何慧芳把院門打開,讓沈澤秋和安寧先把東西拿進去,沈澤秋知道她娘的性子,有時候好打抱不平,他覺得還是自己陪著一起站在外麵好。

“你也進去!”何慧芳不領他的情,他咋不知道避嫌哩,秋娟和他是提過一嘴要做娃娃親的人,這要是被安寧瞅見了,安寧該多心了。

沈澤秋還真不知道何慧芳為啥不讓他出來,他根本沒想起這茬,他點點頭,行,他先去灶房燒火煮飯去。

屋子裡安寧已經點好了燈,兩個人一個擇菜,一個燒火淘米,手上動作不停,嘴裡也一直說著話,時不時的笑一笑。

這邊是春風沐麵怡然自得,外麵王漢田家就是另一番場景了。李元覺得自己能來接秋娟回家,就已經給足了她麵子,再矯情兮兮,他可憋不住火了。

王漢田坐在堂屋裡吧嗒吧嗒的抽旱煙,隔壁屋秋娟哭得直抽,陳春花心酸的抹了把眼淚,用手推了下秋娟的肩膀:“走吧,和李元回家吧。”

話音甫落,秋娟哇一聲大哭,回哪個家,這裡就不是她的家了嗎?

“娘,今晚俺想在家住一宿。”秋娟不想回去,想到李元的拳頭和婆婆陰陽怪氣的話兒,她一步也不想踏入那個家門!

“秋娟!天黑透了!”院裡李元的聲音透進來,像淩空一道驚雷劈來,把秋娟嚇得一抖。

陳春花也不想和女婿家鬨僵,他們老王家在沈家村是個外來姓,人丁少,勢單力薄,不好和李家鬨翻了。

日頭徹底落山了,村莊裡黑壓壓一片,秋娟一把拿起桌上的包袱,胡亂擦了幾把眼淚後走出來。經過堂屋的時候,一直沉默不語的王漢田咳嗽幾聲,語重心長的囑咐秋娟。

“閨女啊,嫁到彆人家裡了,做事要勤快,孝敬公婆,伺候丈夫,是天經地義的事兒。
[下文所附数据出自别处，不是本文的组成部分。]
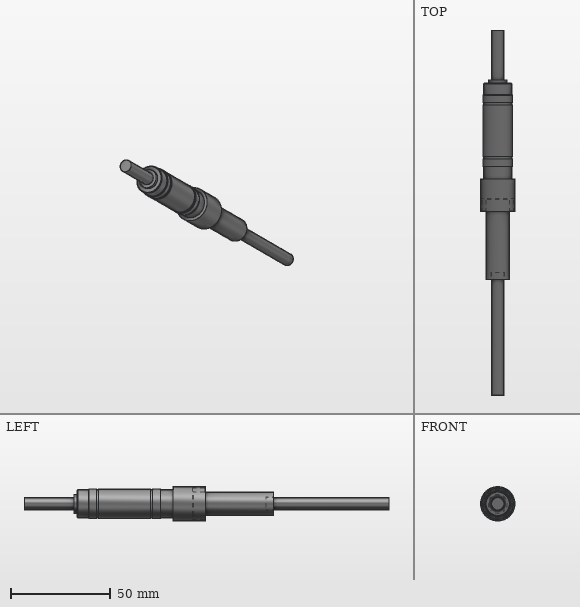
import cadquery as cq

total_length = 184.2
rear_end = total_length / 2
front_end = -total_length / 2

cable_diameter = 6.3
seal_diameter = 9.5
nut_diameter = 14.2
ring_diameter = 15.1
grip_diameter = 15.0
groove_diameter = 14.4
neck_diameter = 14.2
collar_diameter = 17.3
sleeve_diameter = 11.8

rear_cable_length = 25.0
seal_length = 1.7
nut_length = 5.7
rear_ring_length = 4.0
groove_width = 1.1
grip_length = 26.1
front_ring_length = 3.9
neck_length = 6.5
collar_length = 16.2
sleeve_length = 34.5

edge_chamfer = 0.4

recess_diameter = 15.8
recess_depth = 6.5
hub_diameter = 12.9
hub_length = (hub_diameter - sleeve_diameter) / 2

sleeve_bore_diameter = 7.0
sleeve_bore_depth = 3.7


def cylinder(diameter, start, length):
    """Cylinder on the Y axis that runs from Y = start toward -Y."""
    profile = cq.Workplane("XZ", origin=(0, start, 0)).circle(diameter / 2)
    return profile.extrude(length)


def hub_cone(start):
    """45 degree cone that narrows toward -Y from the hub to the sleeve diameter."""
    base = cq.Workplane("XZ", origin=(0, start, 0)).circle(hub_diameter / 2)
    return base.workplane(offset=hub_length).circle(sleeve_diameter / 2).loft()


sections = [
    (seal_diameter, seal_length, 0),
    (nut_diameter, nut_length, edge_chamfer),
    (ring_diameter, rear_ring_length, edge_chamfer),
    (groove_diameter, groove_width, 0),
    (grip_diameter, grip_length, 0),
    (groove_diameter, groove_width, 0),
    (ring_diameter, front_ring_length, 0),
    (neck_diameter, neck_length, 0),
    (collar_diameter, collar_length, 0),
    (sleeve_diameter, sleeve_length, 0),
]

body = cylinder(cable_diameter, rear_end, rear_cable_length)
section_start = rear_end - rear_cable_length
for diameter, length, chamfer in sections:
    section = cylinder(diameter, section_start, length)
    if chamfer:
        section = section.faces(">Y").chamfer(chamfer)
    body = body.union(section)
    section_start -= length
sleeve_end = section_start

collar_front = sleeve_end + sleeve_length
recess_floor = collar_front + recess_depth
recess = cylinder(recess_diameter, recess_floor, recess_depth)
recess = recess.cut(cylinder(sleeve_diameter, recess_floor, recess_depth))
recess = recess.cut(hub_cone(recess_floor))
body = body.cut(recess)

bore_floor = sleeve_end + sleeve_bore_depth
body = body.cut(cylinder(sleeve_bore_diameter, bore_floor, sleeve_bore_depth))
front_cable = cylinder(cable_diameter, bore_floor, bore_floor - front_end)

result = body.union(front_cable)
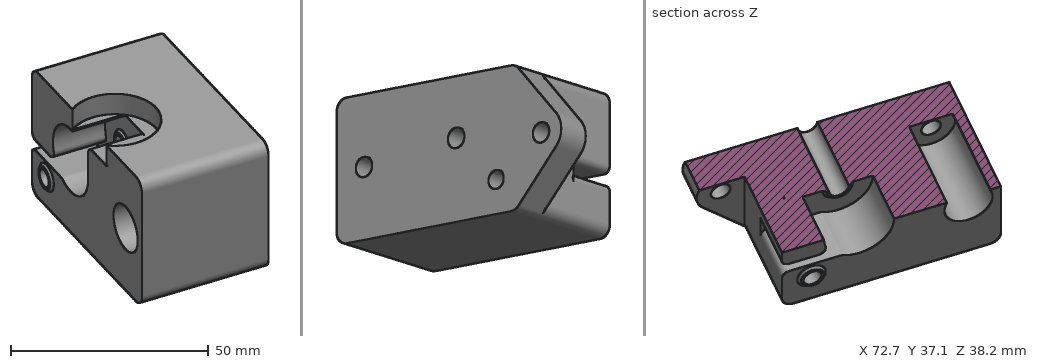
import cadquery as cq
import math


total_length = 72.65
total_depth = 37.1
height = 38.2
corner_radius = 3.3

lug_radius = 6.55
lug_reach = 13.0
lug_thickness = 10.0
screw_hole_diameter = 5.3
head_recess_diameter = 2 * lug_radius
head_recess_x = 50.8

ring_height = 0.7
upper_ring_radius = 4.15
upper_hole_radius = 2.7
lower_ring_radius = 3.85
lower_hole_radius = 2.5
lower_ring_x = 8.1
lower_ring_z = -10.0

cavity_depth = 15.0
bore_radius = 9.5
bore_x = 21.0
bore_z = 2.9
slot_top_z = -2.4
slot_width = 3.0
edge_fillet = 2.0

recess_radius = 11.8
recess_x = 31.2
recess_setback = 7.35
recess_depth = 6.25

depth = total_depth - ring_height
length = total_length - lug_reach
lug_x = lug_radius - lug_reach
cavity_back = depth - cavity_depth
slot_bottom_z = slot_top_z - slot_width
recess_floor_z = height / 2 - recess_depth
opening_left_x = recess_x - math.sqrt(recess_radius**2 - recess_setback**2)
opening_right_x = bore_x + bore_radius


def plane_at(from_back):
    """XZ drawing plane at a distance from the back face, extruding forward."""
    return cq.Workplane("XZ", origin=(0, -from_back, 0))


def rod(x, z, radius, start, end):
    """Cylinder along Y between two distances from the back face."""
    return plane_at(start).center(x, z).circle(radius).extrude(end - start)


def bar(left, right, bottom, top, start, end):
    """Rectangular bar along Y between two distances from the back face."""
    center_x = (left + right) / 2
    center_z = (bottom + top) / 2
    return plane_at(start).center(center_x, center_z).rect(right - left, top - bottom).extrude(end - start)


def make_block():
    block = bar(0, length, -height / 2, height / 2, 0, depth)
    return block.edges("|Y").fillet(corner_radius)


def make_lug():
    """Plate whose sloping sides are tangent to the lug tip and to the block corners."""
    corner_x = corner_radius
    corner_z = height / 2 - corner_radius
    run = corner_x - lug_x
    spacing = math.hypot(run, corner_z)
    normal_angle = math.atan2(corner_z, run) + math.acos((lug_radius - corner_radius) / spacing)
    normal_x = math.cos(normal_angle)
    normal_z = math.sin(normal_angle)

    tip_x = lug_x + lug_radius * normal_x
    tip_z = lug_radius * normal_z
    root_x = corner_x + corner_radius * normal_x
    root_z = corner_z + corner_radius * normal_z
    outline = (
        plane_at(0)
        .moveTo(corner_x, -corner_z)
        .lineTo(root_x, -root_z)
        .lineTo(tip_x, -tip_z)
        .threePointArc((-lug_reach, 0), (tip_x, tip_z))
        .lineTo(root_x, root_z)
        .lineTo(corner_x, corner_z)
        .close()
    )
    return outline.extrude(lug_thickness)


def make_ring(x, z, radius, base):
    """Low raised ring with a 45 degree flank, still without its hole."""
    start = cq.Vector(x, -base, z)
    cone = cq.Solid.makeCone(radius, radius - ring_height, ring_height, start, cq.Vector(0, -1, 0))
    return cq.Workplane(cone)


def cut_cavity(body):
    bore = rod(bore_x, bore_z, bore_radius, cavity_back, depth)
    slot = bar(0, bore_x, slot_bottom_z, slot_top_z, cavity_back, depth)
    opening = bar(opening_left_x, opening_right_x, bore_z, recess_floor_z, cavity_back, depth)
    recess = (
        cq.Workplane("XY", origin=(recess_x, recess_setback - depth, recess_floor_z))
        .circle(recess_radius)
        .extrude(recess_depth)
    )
    return body.cut(bore).cut(slot).cut(opening).cut(recess)


def round_cavity_edges(body):
    """Round the slot mouth, both slot-to-bore edges and the opening's right lip."""
    upper_edge_x = bore_x - math.sqrt(bore_radius**2 - (slot_top_z - bore_z) ** 2)
    lower_edge_x = bore_x - math.sqrt(bore_radius**2 - (slot_bottom_z - bore_z) ** 2)
    edge_places = [
        (0, slot_top_z),
        (0, slot_bottom_z),
        (upper_edge_x, slot_top_z),
        (lower_edge_x, slot_bottom_z),
        (opening_right_x, recess_floor_z),
    ]
    middle_y = -(cavity_back + depth) / 2
    for x, z in edge_places:
        edge = cq.selectors.NearestToPointSelector((x, middle_y, z))
        body = body.edges("|Y").edges(edge).fillet(edge_fillet)
    return body


body = make_block().union(make_lug())
body = round_cavity_edges(cut_cavity(body))

body = body.union(make_ring(bore_x, bore_z, upper_ring_radius, cavity_back))
body = body.union(make_ring(lower_ring_x, lower_ring_z, lower_ring_radius, depth))

through_holes = [
    (lug_x, 0, screw_hole_diameter / 2),
    (head_recess_x, 0, screw_hole_diameter / 2),
    (bore_x, bore_z, upper_hole_radius),
    (lower_ring_x, lower_ring_z, lower_hole_radius),
]
for x, z, radius in through_holes:
    body = body.cut(rod(x, z, radius, 0, total_depth))
body = body.cut(rod(head_recess_x, 0, head_recess_diameter / 2, lug_thickness, depth))

result = body
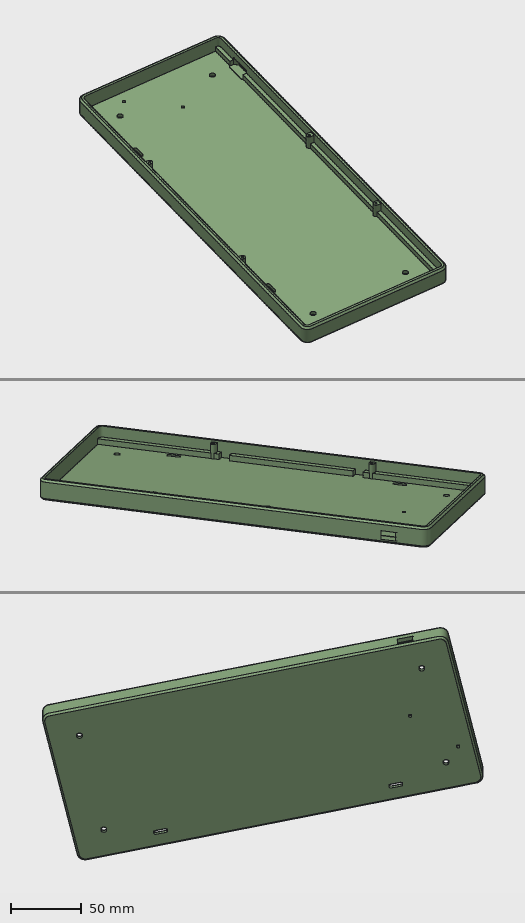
import cadquery as cq
import math

length = 293.2
width = 121.7
height = 15.2
corner_radius = 6.0
edge_chamfer = 1.5
floor_thickness = 3.0
wall = 3.2
inner_corner_radius = corner_radius - wall

inner_length = length - 2 * wall
inner_width = width - 2 * wall
wall_y = inner_width / 2

ledge_top = floor_thickness + 4.0
back_ledge_y = 54.5
front_ledge_y = 53.0
ledge_gap_length = 7.5
ledge_gap_centers_x = (-52.2, 48.5)

post_diameter = 4.0
post_hole_diameter = 1.6
post_top = 13.8
post_y = 54.8
post_centers = ((-23.7, post_y), (62.0, post_y), (-62.0, -post_y), (57.2, -post_y))

mount_hole_diameter = 4.0
mount_hole_spacing_x = 247.5
mount_hole_spacing_y = 78.0
small_hole_diameter = 2.2
small_hole_centers = ((-107.3, 3.2), (-134.8, -28.5))
slot_length = 10.0
slot_width = 3.0
slot_x = 85.0
slot_y = -49.2

port_center_x = -116.7
port_length = 16.7
port_window_length = 10.8
port_top = 9.0
port_bottom = 2.5
port_front_y = back_ledge_y - 1.0
port_front_radius = 1.2


def block(size_x, size_y, bottom, top):
    """Block centred on the Z axis between two heights."""
    return cq.Workplane("XY").workplane(offset=bottom).rect(size_x, size_y).extrude(top - bottom)


def cylinders(centers, diameter, bottom, top):
    """Upright cylinders between two heights."""
    return (
        cq.Workplane("XY")
        .workplane(offset=bottom)
        .pushPoints(centers)
        .circle(diameter / 2)
        .extrude(top - bottom)
    )


def outer_body():
    return (
        block(length, width, 0, height)
        .edges("|Z")
        .fillet(corner_radius)
        .faces("<Z or >Z")
        .edges()
        .chamfer(edge_chamfer)
    )


def cavity():
    return (
        block(inner_length, inner_width, floor_thickness, height)
        .edges("|Z")
        .fillet(inner_corner_radius)
    )


def ledge(side, front_y):
    """Ledge along one long wall; side is +1 for the back wall and -1 for the front wall."""
    depth = wall_y - front_y
    bar = block(inner_length, depth, floor_thickness, ledge_top)
    return bar.translate((0, side * (wall_y + front_y) / 2, 0))


def ledge_gaps():
    gap_depth = wall_y - front_ledge_y
    gap_y = -(wall_y + front_ledge_y) / 2
    gap = block(ledge_gap_length, gap_depth, floor_thickness, ledge_top)
    gaps = cq.Workplane("XY")
    for gap_x in ledge_gap_centers_x:
        gaps = gaps.union(gap.translate((gap_x, gap_y, 0)))
    return gaps


def posts():
    """Round posts, each with a straight web as wide as the post back to its wall."""
    web_depth = wall_y - post_y
    web = block(post_diameter, web_depth, floor_thickness, post_top)
    joined_posts = cylinders(post_centers, post_diameter, floor_thickness, post_top)
    for x, y in post_centers:
        web_y = math.copysign(post_y + web_depth / 2, y)
        joined_posts = joined_posts.union(web.translate((x, web_y, 0)))
    return joined_posts


def floor_openings():
    mount_holes = (
        cq.Workplane("XY")
        .rarray(mount_hole_spacing_x, mount_hole_spacing_y, 2, 2)
        .circle(mount_hole_diameter / 2)
        .extrude(floor_thickness)
    )
    small_holes = cylinders(small_hole_centers, small_hole_diameter, 0, floor_thickness)
    slots = (
        cq.Workplane("XY")
        .pushPoints([(-slot_x, slot_y), (slot_x, slot_y)])
        .slot2D(slot_length, slot_width)
        .extrude(floor_thickness)
    )
    return mount_holes.union(small_holes).union(slots)


def port():
    pocket_width = wall_y - port_front_y
    pocket = (
        block(port_length, pocket_width, port_bottom, port_top)
        .edges("|Z and <Y")
        .fillet(port_front_radius)
        .translate((port_center_x, port_front_y + pocket_width / 2, 0))
    )
    window_outline = [
        (port_center_x - port_length / 2, wall_y),
        (port_center_x + port_length / 2, wall_y),
        (port_center_x + port_window_length / 2, width / 2),
        (port_center_x - port_window_length / 2, width / 2),
    ]
    window = (
        cq.Workplane("XY")
        .workplane(offset=port_bottom)
        .polyline(window_outline)
        .close()
        .extrude(port_top - port_bottom)
    )
    return pocket.union(window)


ledges = ledge(1, back_ledge_y).union(ledge(-1, front_ledge_y)).cut(ledge_gaps())

result = (
    outer_body()
    .cut(cavity())
    .union(ledges.intersect(cavity()))
    .union(posts())
    .cut(cylinders(post_centers, post_hole_diameter, floor_thickness, post_top))
    .cut(floor_openings())
    .cut(port())
)
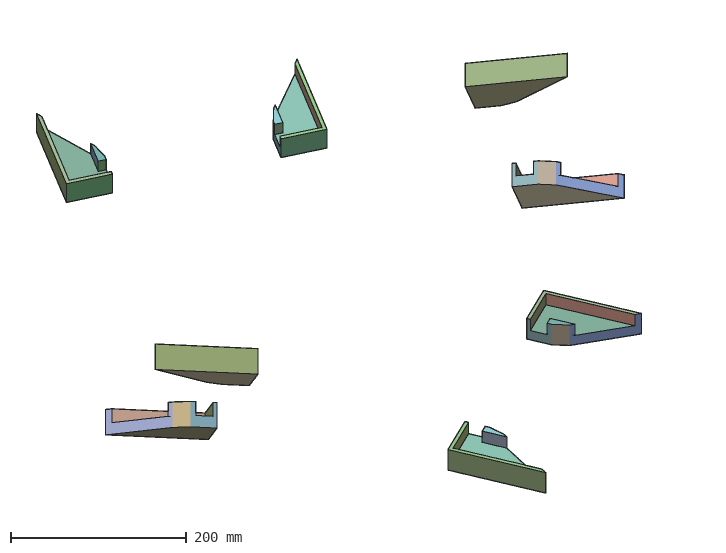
import cadquery as cq

total_width = 310.0
length = 119.5
height = 30.0

depth = 55.0
wall = 4.5
floor_thickness = 13.5

bevel_start = 69.0
bevel_end = 88.7
bevel_depth = 6.2

block_depth = 9.5
block_end_gap = 24.8

outer_y = -total_width / 2
inner_y = outer_y + depth


def wedge_plate(plate_height):
    """Plan outline of the bracket, extruded up from the base."""
    outline = [
        (0, outer_y),
        (length, outer_y),
        (length, inner_y),
        (bevel_end, inner_y),
        (bevel_start, inner_y - bevel_depth),
    ]
    return cq.Workplane("XY").polyline(outline).close().extrude(plate_height)


def upright(x_start, x_end, y_start, y_end):
    """Full-height rectangular block between two X and two Y limits."""
    return cq.Workplane("XY").box(
        x_end - x_start, y_end - y_start, height, centered=False
    ).translate((x_start, y_start, 0))


def make_bracket():
    """Bracket on the -Y side, with its uprights trimmed to the wedge outline."""
    side_wall = upright(0, length, outer_y, outer_y + wall)
    end_wall = upright(length - wall, length, outer_y, inner_y)
    stop_block = upright(0, length - block_end_gap, inner_y - block_depth, inner_y)
    uprights = side_wall.union(end_wall).union(stop_block)
    return wedge_plate(floor_thickness).union(uprights.intersect(wedge_plate(height)))


brackets = []
for mirrored in (False, True):
    bracket = make_bracket()
    if mirrored:
        bracket = bracket.mirror("XZ")
    brackets.append(bracket)

result = cq.Compound.makeCompound([solid for bracket in brackets for solid in bracket.vals()])
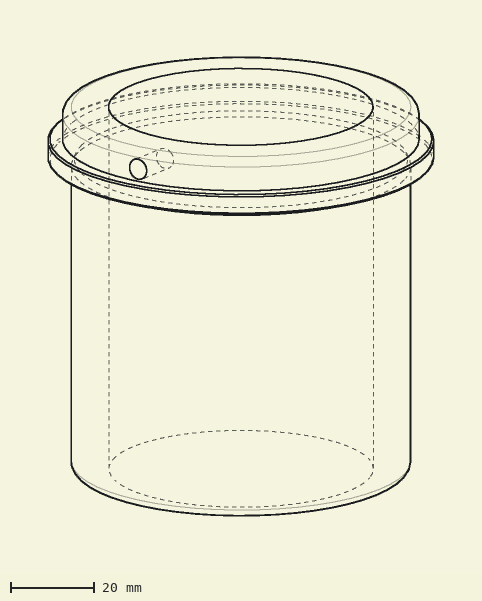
import cadquery as cq

total_height = 90.0
bore_diameter = 63.0

flange_diameter = 92.0
collar_diameter = 85.0
body_diameter = 80.9

collar_height = 8.0
flange_thickness = 5.0
flange_top = total_height - collar_height
flange_bottom = flange_top - flange_thickness

rim_radius = 2.0
flange_chamfer = 0.5
relief_height = 1.75
relief_depth = 0.7

pin_hole_diameter = 5.0
pin_hole_z = total_height - 5.0


def cylinder(diameter, bottom, top):
    return cq.Workplane("XY").workplane(offset=bottom).circle(diameter / 2).extrude(top - bottom)


def make_body():
    """Long sleeve with a rounded lower rim and a taper just below the flange."""
    body = cylinder(body_diameter, 0, flange_bottom - relief_height)
    body = body.faces("<Z").edges().fillet(rim_radius)
    taper = (
        cq.Workplane("XY")
        .workplane(offset=flange_bottom - relief_height)
        .circle(body_diameter / 2)
        .workplane(offset=relief_height)
        .circle(body_diameter / 2 - relief_depth)
        .loft(ruled=True)
    )
    return body.union(taper)


def make_flange():
    return cylinder(flange_diameter, flange_bottom, flange_top).edges().chamfer(flange_chamfer)


def make_collar():
    collar = cylinder(collar_diameter, flange_top, total_height)
    return collar.faces(">Z").edges().fillet(rim_radius)


def make_pin_hole():
    collar_radius = collar_diameter / 2
    return (
        cq.Workplane("XZ", origin=(0, -collar_radius, pin_hole_z))
        .circle(pin_hole_diameter / 2)
        .extrude(-collar_radius)
    )


result = make_body().union(make_flange()).union(make_collar())
result = result.cut(cylinder(bore_diameter, 0, total_height)).cut(make_pin_hole())
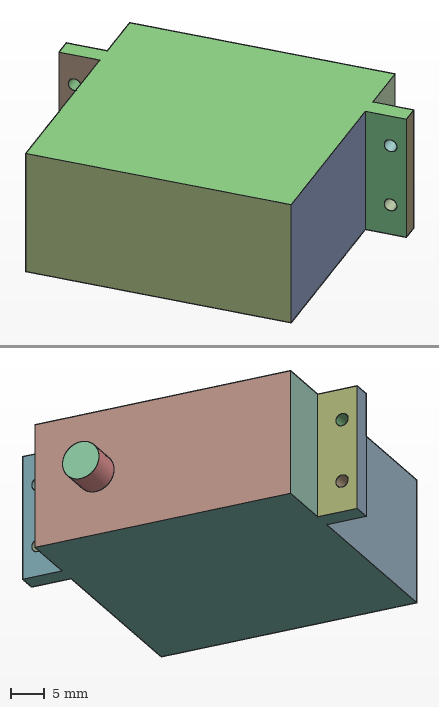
import cadquery as cq

body_width = 42.0
body_depth = 42.0
height = 20.0

ear_span = 55.0
ear_thickness = 3.0
ear_setback = 9.0

hole_diameter = 2.0
hole_spacing_x = 50.0
hole_spacing_z = 10.0

shaft_diameter = 6.0
shaft_length = 5.0
shaft_offset_x = 11.0

shaft_face_y = body_depth / 2
ear_back_y = shaft_face_y - ear_setback


def plane_facing_front(y):
    """XZ work plane at the given Y; extrusion runs toward -Y."""
    return cq.Workplane("XZ", origin=(0, y, 0))


def make_ears():
    plate = plane_facing_front(ear_back_y).rect(ear_span, height).extrude(ear_thickness)
    holes = (
        plane_facing_front(ear_back_y)
        .rect(hole_spacing_x, hole_spacing_z, forConstruction=True)
        .vertices()
        .circle(hole_diameter / 2)
        .extrude(ear_thickness)
    )
    return plate.cut(holes)


def make_shaft():
    return (
        plane_facing_front(shaft_face_y)
        .center(shaft_offset_x, 0)
        .circle(shaft_diameter / 2)
        .extrude(-shaft_length)
    )


body = cq.Workplane("XY").box(body_width, body_depth, height)
result = body.union(make_ears()).union(make_shaft())
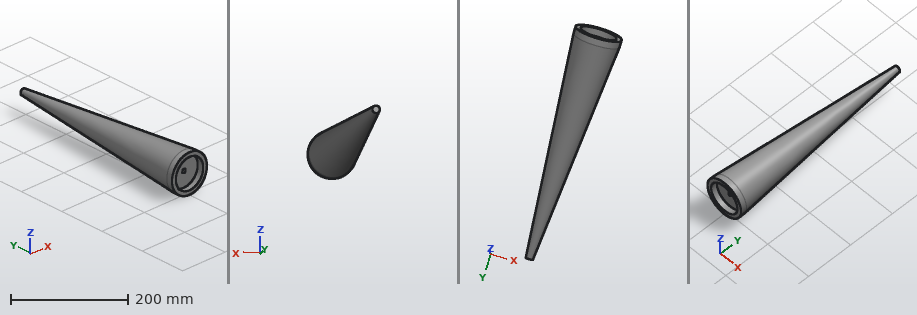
import cadquery as cq
import math

length = 412.8
base_radius = 41.3
tip_radius = 6.5
collar_length = 13.0

recess_radius = 32.0
recess_depth = 13.5

hole_radius = 4.0
hole_depth = 20.5
drill_point_angle = 118.0
drill_point_depth = hole_radius / math.tan(math.radians(drill_point_angle / 2))
hole_shoulder_y = recess_depth + hole_depth


def revolve_about_y(points):
    """Revolve a closed (radius, y) profile about the Y axis."""
    profile = cq.Workplane("XY").polyline(points).close()
    return profile.revolve(360, (0, 0, 0), (0, 1, 0))


body = revolve_about_y([
    (0, 0),
    (base_radius, 0),
    (base_radius, collar_length),
    (tip_radius, length),
    (0, length),
])

recess = revolve_about_y([
    (0, 0),
    (recess_radius, 0),
    (recess_radius, recess_depth),
    (0, recess_depth),
])

drilled_hole = revolve_about_y([
    (0, recess_depth),
    (hole_radius, recess_depth),
    (hole_radius, hole_shoulder_y),
    (0, hole_shoulder_y + drill_point_depth),
])

result = body.cut(recess).cut(drilled_hole)

”

“比不得在家裡一樣任性,咱也彆學那些個潑辣貨,三天兩頭和婆婆吵,丈夫吵,像個啥樣子。”

“我王漢田沒這樣的閨女!”

秋娟好不容易止住的眼淚就像泄閘的洪水,刷刷直流,這一刻她明白了一句古話,嫁出去的女兒潑出去的水,家裡早沒她的位置了。

院子門口,何慧芳叉著腰,看見秋娟和李家的人出來了,心裡也是一酸,雖然她和陳春華不對付,但相鄰相親的,她要幫腔罵死這個隻會打老婆的窩囊廢!

可秋娟低著頭,誰也不看,李元拽了一把她的胳膊,沉著張臉就和其他李家人一起把她帶回去了,陳春華甚至沒有出院門,王漢田更是連個人影都見。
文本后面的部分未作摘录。